• Work request:
Each entry is to be retyped exactly as it appears, and each image is to be dropped.

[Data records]
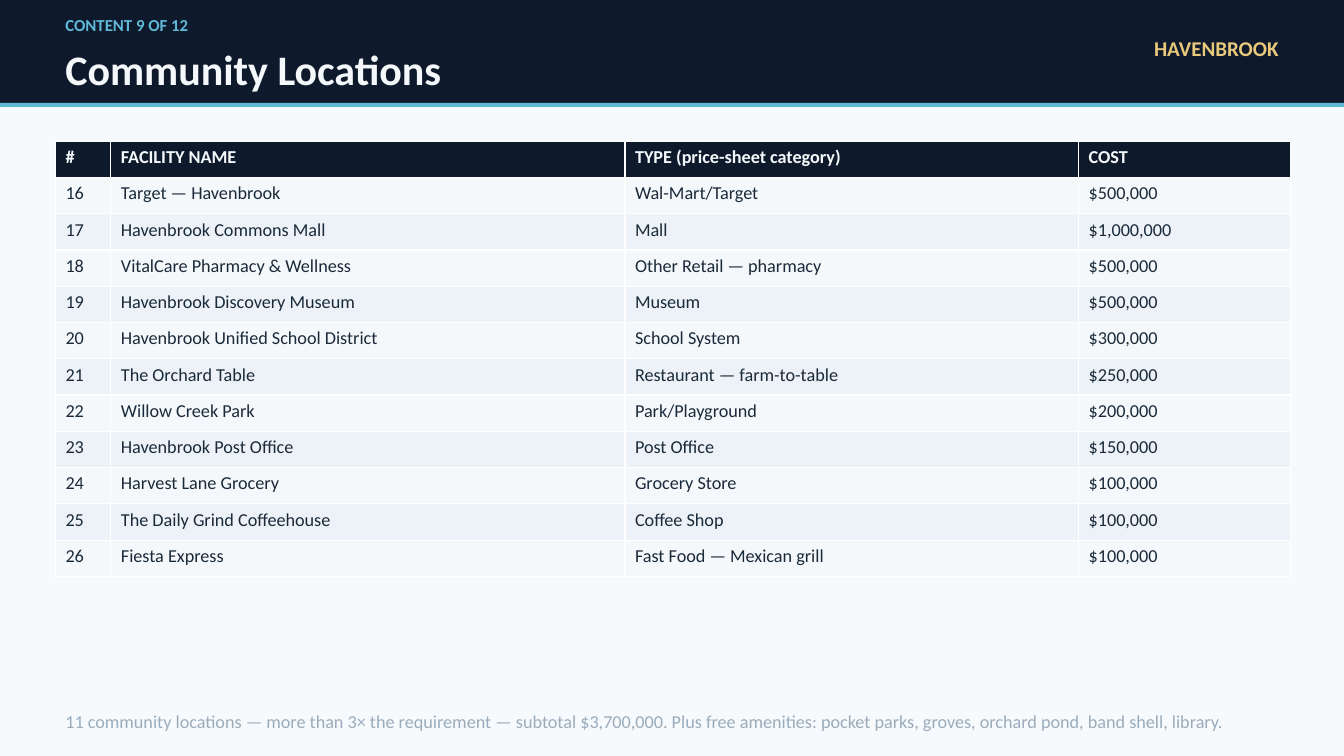
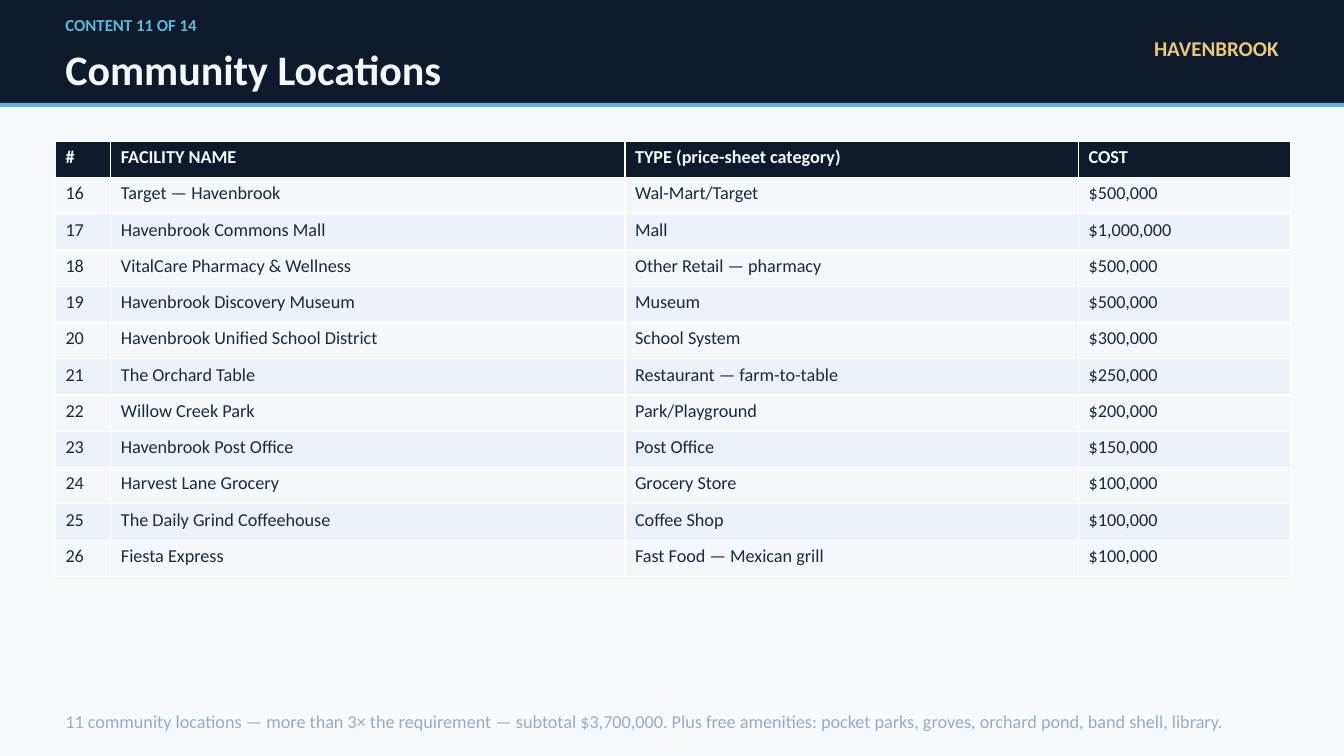
Before and after one commit to dev-abhinavmishra/Digital-Town, a slide deck: slide 12 of Havenbrook_Our_Town_Healthcare_Project.pptx (slide 10 before the commit). Drawn at 1344x756 pixels with LibreOffice and Linux fonts; fonts in the diff are those of the drawing. Boxes give left, top, right and bottom in pixels: in the first picture for what was removed or moved away, otherwise in the second. Text is boxed around its words. In the diff, an @@ line names an element or a change of style, - is before the commit and + after.

```diff
--- a/Havenbrook_Our_Town_Healthcare_Project.pptx
+++ b/Havenbrook_Our_Town_Healthcare_Project.pptx
@@ text at (65, 20, 197, 31): text changed @@
-CONTENT 9 OF 12
+CONTENT 11 OF 14
```
Also in this commit, not shown: 11 other slides changed, 2 slides added, 7 other files.

• Result:
Before and after one commit to dev-abhinavmishra/Digital-Town, a slide deck: slide 12 of Havenbrook_Our_Town_Healthcare_Project.pptx (slide 10 before the commit). Drawn at 1344x756 pixels with LibreOffice and Linux fonts; fonts in the diff are those of the drawing. Boxes give left, top, right and bottom in pixels: in the first picture for what was removed or moved away, otherwise in the second. Text is boxed around its words. In the diff, an @@ line names an element or a change of style, - is before the commit and + after.

```diff
--- a/Havenbrook_Our_Town_Healthcare_Project.pptx
+++ b/Havenbrook_Our_Town_Healthcare_Project.pptx
@@ text at (65, 20, 197, 31): text changed @@
-CONTENT 9 OF 12
+CONTENT 11 OF 14
```
Also in this commit, not shown: 11 other slides changed, 2 slides added, 7 other files.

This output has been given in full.